> [Exercise requirements]: The stretch from the line with "corner_radius = 1.0" through the line with "pin_thickness = 0.3" in the records below: write it out exactly, and nothing else.

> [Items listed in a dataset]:
════════════════
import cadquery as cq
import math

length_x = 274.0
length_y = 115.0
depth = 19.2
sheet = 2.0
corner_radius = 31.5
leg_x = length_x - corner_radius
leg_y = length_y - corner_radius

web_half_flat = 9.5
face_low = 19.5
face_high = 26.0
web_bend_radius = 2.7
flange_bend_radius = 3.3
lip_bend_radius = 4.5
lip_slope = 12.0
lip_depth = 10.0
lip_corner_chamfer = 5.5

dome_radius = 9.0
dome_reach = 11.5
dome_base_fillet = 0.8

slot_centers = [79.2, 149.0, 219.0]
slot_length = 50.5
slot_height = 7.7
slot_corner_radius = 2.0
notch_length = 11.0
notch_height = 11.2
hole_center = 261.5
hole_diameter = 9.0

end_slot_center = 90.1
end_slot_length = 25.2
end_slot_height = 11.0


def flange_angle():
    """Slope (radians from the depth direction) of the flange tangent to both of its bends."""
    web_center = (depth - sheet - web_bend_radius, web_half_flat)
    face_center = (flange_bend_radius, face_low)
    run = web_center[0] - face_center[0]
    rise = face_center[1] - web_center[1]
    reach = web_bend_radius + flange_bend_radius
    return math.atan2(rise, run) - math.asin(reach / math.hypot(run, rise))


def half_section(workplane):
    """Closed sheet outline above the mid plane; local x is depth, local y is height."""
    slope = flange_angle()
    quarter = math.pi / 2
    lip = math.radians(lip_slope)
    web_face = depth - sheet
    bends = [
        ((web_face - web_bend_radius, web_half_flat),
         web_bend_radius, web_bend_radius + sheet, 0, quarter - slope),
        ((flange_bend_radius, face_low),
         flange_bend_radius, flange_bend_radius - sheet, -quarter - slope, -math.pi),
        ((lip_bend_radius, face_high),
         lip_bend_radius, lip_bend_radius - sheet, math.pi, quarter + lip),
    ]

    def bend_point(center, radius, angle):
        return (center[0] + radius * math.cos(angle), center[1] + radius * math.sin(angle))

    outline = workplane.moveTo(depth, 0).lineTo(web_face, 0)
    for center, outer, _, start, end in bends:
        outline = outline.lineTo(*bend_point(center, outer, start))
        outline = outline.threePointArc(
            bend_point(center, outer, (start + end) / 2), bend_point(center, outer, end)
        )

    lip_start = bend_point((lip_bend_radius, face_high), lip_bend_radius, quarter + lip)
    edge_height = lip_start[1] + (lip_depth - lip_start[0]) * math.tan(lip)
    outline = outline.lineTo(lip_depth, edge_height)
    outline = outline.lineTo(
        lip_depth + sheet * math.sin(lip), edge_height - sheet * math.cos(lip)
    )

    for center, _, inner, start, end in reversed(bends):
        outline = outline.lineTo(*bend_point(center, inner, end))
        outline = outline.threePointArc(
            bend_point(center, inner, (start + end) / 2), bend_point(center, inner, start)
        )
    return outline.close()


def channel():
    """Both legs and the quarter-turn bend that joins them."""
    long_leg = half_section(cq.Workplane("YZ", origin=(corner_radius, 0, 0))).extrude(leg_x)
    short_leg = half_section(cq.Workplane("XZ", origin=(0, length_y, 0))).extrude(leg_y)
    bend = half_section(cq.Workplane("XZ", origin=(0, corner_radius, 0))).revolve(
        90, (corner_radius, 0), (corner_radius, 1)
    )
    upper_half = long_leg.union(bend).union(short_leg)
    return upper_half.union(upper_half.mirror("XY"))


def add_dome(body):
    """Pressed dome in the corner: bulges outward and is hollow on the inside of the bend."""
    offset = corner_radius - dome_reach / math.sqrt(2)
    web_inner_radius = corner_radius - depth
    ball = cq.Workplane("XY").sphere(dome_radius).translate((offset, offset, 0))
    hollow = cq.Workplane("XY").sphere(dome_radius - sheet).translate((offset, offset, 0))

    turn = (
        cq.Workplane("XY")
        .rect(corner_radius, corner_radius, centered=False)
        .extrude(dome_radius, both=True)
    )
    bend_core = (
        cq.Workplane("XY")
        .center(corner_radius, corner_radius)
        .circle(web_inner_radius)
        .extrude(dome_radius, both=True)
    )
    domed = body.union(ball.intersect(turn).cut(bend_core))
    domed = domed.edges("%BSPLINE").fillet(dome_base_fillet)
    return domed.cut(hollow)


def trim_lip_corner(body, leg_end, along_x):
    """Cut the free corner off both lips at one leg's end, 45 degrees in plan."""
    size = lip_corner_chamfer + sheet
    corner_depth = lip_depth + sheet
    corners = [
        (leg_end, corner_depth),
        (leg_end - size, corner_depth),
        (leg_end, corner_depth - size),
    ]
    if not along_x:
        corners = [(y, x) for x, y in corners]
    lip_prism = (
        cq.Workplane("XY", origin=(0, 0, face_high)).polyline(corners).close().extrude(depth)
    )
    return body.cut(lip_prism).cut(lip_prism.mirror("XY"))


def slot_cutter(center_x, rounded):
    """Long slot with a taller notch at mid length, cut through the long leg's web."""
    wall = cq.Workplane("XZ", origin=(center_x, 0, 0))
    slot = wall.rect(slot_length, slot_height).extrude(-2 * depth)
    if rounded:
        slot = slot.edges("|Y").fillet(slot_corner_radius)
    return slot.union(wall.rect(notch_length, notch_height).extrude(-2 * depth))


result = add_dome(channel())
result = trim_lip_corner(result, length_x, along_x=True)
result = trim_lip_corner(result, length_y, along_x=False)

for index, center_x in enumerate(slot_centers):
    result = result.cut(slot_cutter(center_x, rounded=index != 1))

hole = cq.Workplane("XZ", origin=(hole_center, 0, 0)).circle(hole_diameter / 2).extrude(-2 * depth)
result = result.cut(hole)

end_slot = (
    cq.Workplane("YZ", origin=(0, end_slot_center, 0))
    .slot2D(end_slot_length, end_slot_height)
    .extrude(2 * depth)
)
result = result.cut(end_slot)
════════════════
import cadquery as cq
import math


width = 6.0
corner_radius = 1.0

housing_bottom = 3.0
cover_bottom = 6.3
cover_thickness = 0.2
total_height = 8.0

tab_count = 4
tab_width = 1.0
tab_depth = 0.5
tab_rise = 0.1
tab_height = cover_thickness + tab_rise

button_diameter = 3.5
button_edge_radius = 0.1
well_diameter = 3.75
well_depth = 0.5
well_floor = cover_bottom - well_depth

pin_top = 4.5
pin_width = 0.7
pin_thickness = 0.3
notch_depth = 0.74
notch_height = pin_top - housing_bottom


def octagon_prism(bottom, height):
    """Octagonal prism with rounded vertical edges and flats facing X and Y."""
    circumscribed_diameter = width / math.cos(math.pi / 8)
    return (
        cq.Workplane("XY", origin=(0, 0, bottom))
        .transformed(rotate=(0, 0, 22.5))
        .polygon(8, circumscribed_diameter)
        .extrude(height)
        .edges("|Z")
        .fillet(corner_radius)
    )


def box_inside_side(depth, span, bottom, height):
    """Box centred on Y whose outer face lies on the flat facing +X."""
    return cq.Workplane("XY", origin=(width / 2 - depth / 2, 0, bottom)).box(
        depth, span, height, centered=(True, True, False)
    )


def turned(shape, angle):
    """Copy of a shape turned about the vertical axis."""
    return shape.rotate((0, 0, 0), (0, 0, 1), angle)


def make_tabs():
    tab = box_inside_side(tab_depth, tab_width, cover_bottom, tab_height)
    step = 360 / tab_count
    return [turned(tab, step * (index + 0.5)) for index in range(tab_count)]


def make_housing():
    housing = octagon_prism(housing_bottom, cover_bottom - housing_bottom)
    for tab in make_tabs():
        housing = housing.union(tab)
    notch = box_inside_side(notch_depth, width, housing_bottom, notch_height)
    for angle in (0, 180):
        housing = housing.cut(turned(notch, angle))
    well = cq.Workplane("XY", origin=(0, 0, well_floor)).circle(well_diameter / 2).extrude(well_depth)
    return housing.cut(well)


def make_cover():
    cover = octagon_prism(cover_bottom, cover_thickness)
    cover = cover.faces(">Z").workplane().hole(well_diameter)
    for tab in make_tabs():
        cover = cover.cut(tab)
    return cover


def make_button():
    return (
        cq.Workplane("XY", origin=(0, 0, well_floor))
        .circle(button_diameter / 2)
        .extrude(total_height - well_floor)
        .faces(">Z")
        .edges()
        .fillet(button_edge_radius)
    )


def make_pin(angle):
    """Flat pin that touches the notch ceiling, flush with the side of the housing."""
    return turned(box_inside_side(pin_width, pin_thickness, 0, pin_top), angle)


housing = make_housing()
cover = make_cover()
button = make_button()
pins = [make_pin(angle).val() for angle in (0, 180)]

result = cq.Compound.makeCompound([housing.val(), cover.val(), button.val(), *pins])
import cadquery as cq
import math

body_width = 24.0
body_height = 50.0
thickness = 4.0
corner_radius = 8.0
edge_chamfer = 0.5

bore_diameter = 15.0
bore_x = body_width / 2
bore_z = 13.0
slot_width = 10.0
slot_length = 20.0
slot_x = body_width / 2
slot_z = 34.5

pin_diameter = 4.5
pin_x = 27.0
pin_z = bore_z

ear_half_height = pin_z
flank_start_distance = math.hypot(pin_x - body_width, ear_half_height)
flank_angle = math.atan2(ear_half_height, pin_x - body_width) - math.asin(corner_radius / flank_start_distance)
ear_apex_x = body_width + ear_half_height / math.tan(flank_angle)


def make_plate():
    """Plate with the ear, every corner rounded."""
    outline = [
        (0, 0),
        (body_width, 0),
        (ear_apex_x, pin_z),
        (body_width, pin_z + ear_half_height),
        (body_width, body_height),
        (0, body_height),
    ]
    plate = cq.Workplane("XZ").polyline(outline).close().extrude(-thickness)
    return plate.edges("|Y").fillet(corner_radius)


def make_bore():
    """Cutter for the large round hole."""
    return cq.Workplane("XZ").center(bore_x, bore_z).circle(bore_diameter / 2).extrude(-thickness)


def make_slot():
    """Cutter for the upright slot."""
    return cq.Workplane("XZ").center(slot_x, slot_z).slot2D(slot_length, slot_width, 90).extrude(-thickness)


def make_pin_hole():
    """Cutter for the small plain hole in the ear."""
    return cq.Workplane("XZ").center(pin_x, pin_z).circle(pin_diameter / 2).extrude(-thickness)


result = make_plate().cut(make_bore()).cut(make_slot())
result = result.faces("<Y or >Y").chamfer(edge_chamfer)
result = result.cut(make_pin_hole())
════════════════
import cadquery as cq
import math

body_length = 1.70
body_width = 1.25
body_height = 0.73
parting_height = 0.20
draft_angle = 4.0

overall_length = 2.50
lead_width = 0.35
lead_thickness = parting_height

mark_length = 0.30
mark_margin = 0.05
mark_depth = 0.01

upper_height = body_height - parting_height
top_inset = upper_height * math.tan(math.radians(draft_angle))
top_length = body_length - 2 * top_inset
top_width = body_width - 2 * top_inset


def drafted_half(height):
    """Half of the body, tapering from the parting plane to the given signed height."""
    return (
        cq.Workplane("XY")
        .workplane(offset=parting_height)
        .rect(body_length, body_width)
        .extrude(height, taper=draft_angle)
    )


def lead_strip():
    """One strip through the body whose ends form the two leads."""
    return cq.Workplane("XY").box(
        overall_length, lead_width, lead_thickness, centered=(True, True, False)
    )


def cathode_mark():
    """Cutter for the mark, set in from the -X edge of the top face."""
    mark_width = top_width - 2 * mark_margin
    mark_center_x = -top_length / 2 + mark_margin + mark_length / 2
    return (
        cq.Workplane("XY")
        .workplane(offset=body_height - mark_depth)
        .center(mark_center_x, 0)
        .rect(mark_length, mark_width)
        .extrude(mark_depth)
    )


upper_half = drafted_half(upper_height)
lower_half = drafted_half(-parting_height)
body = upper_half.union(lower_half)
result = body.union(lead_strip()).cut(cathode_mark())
════════════════
> [Answer box]:
corner_radius = 1.0

housing_bottom = 3.0
cover_bottom = 6.3
cover_thickness = 0.2
total_height = 8.0

tab_count = 4
tab_width = 1.0
tab_depth = 0.5
tab_rise = 0.1
tab_height = cover_thickness + tab_rise

button_diameter = 3.5
button_edge_radius = 0.1
well_diameter = 3.75
well_depth = 0.5
well_floor = cover_bottom - well_depth

pin_top = 4.5
pin_width = 0.7
pin_thickness = 0.3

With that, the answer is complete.